Records excerpted from a collection:
-=-=-=-=-

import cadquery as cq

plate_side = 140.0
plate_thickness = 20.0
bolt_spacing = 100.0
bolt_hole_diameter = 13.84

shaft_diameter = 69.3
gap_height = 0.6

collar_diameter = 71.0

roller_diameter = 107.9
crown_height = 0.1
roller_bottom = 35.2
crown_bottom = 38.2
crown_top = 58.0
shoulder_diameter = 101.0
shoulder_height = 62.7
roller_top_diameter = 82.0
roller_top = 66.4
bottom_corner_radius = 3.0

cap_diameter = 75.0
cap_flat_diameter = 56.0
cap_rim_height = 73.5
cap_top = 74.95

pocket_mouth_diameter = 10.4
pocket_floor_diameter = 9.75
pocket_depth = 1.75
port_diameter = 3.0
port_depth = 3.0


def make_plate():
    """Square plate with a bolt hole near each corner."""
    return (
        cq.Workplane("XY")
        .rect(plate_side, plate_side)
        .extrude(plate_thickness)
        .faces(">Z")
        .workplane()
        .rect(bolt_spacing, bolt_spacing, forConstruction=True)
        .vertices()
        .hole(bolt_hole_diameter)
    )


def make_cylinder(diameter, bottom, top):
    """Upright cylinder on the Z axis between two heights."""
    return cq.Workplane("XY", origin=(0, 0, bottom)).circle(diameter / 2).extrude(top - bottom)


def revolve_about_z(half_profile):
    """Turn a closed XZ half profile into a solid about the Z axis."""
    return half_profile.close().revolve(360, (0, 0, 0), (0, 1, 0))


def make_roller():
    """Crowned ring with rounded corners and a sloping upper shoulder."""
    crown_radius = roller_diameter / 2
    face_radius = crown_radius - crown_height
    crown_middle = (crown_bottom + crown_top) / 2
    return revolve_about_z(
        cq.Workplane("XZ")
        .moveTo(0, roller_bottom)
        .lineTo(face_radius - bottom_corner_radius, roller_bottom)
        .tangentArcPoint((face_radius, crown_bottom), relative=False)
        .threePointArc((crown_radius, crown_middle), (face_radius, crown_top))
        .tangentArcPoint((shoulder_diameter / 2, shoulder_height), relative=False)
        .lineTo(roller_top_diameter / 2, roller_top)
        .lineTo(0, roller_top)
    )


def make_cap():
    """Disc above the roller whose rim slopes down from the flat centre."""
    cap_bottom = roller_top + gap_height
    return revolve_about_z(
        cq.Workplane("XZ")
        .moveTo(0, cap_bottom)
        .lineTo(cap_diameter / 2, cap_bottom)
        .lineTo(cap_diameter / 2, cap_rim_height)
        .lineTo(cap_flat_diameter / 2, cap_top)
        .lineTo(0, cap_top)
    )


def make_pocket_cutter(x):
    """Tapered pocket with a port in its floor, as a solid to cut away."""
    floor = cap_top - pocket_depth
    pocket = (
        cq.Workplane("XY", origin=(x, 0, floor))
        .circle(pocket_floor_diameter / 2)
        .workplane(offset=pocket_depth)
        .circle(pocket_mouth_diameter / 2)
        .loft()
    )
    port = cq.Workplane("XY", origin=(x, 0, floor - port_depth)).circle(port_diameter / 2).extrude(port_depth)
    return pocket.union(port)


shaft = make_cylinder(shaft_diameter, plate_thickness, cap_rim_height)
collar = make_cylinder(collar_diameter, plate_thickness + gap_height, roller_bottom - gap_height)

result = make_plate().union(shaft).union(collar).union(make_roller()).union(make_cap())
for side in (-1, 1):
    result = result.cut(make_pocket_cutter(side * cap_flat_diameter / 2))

-=-=-=-=-

Required action: Would you write out all of the data exactly as given?

Solution:
import cadquery as cq

plate_side = 140.0
plate_thickness = 20.0
bolt_spacing = 100.0
bolt_hole_diameter = 13.84

shaft_diameter = 69.3
gap_height = 0.6

collar_diameter = 71.0

roller_diameter = 107.9
crown_height = 0.1
roller_bottom = 35.2
crown_bottom = 38.2
crown_top = 58.0
shoulder_diameter = 101.0
shoulder_height = 62.7
roller_top_diameter = 82.0
roller_top = 66.4
bottom_corner_radius = 3.0

cap_diameter = 75.0
cap_flat_diameter = 56.0
cap_rim_height = 73.5
cap_top = 74.95

pocket_mouth_diameter = 10.4
pocket_floor_diameter = 9.75
pocket_depth = 1.75
port_diameter = 3.0
port_depth = 3.0


def make_plate():
    """Square plate with a bolt hole near each corner."""
    return (
        cq.Workplane("XY")
        .rect(plate_side, plate_side)
        .extrude(plate_thickness)
        .faces(">Z")
        .workplane()
        .rect(bolt_spacing, bolt_spacing, forConstruction=True)
        .vertices()
        .hole(bolt_hole_diameter)
    )


def make_cylinder(diameter, bottom, top):
    """Upright cylinder on the Z axis between two heights."""
    return cq.Workplane("XY", origin=(0, 0, bottom)).circle(diameter / 2).extrude(top - bottom)


def revolve_about_z(half_profile):
    """Turn a closed XZ half profile into a solid about the Z axis."""
    return half_profile.close().revolve(360, (0, 0, 0), (0, 1, 0))


def make_roller():
    """Crowned ring with rounded corners and a sloping upper shoulder."""
    crown_radius = roller_diameter / 2
    face_radius = crown_radius - crown_height
    crown_middle = (crown_bottom + crown_top) / 2
    return revolve_about_z(
        cq.Workplane("XZ")
        .moveTo(0, roller_bottom)
        .lineTo(face_radius - bottom_corner_radius, roller_bottom)
        .tangentArcPoint((face_radius, crown_bottom), relative=False)
        .threePointArc((crown_radius, crown_middle), (face_radius, crown_top))
        .tangentArcPoint((shoulder_diameter / 2, shoulder_height), relative=False)
        .lineTo(roller_top_diameter / 2, roller_top)
        .lineTo(0, roller_top)
    )


def make_cap():
    """Disc above the roller whose rim slopes down from the flat centre."""
    cap_bottom = roller_top + gap_height
    return revolve_about_z(
        cq.Workplane("XZ")
        .moveTo(0, cap_bottom)
        .lineTo(cap_diameter / 2, cap_bottom)
        .lineTo(cap_diameter / 2, cap_rim_height)
        .lineTo(cap_flat_diameter / 2, cap_top)
        .lineTo(0, cap_top)
    )


def make_pocket_cutter(x):
    """Tapered pocket with a port in its floor, as a solid to cut away."""
    floor = cap_top - pocket_depth
    pocket = (
        cq.Workplane("XY", origin=(x, 0, floor))
        .circle(pocket_floor_diameter / 2)
        .workplane(offset=pocket_depth)
        .circle(pocket_mouth_diameter / 2)
        .loft()
    )
    port = cq.Workplane("XY", origin=(x, 0, floor - port_depth)).circle(port_diameter / 2).extrude(port_depth)
    return pocket.union(port)


shaft = make_cylinder(shaft_diameter, plate_thickness, cap_rim_height)
collar = make_cylinder(collar_diameter, plate_thickness + gap_height, roller_bottom - gap_height)

result = make_plate().union(shaft).union(collar).union(make_roller()).union(make_cap())
for side in (-1, 1):
    result = result.cut(make_pocket_cutter(side * cap_flat_diameter / 2))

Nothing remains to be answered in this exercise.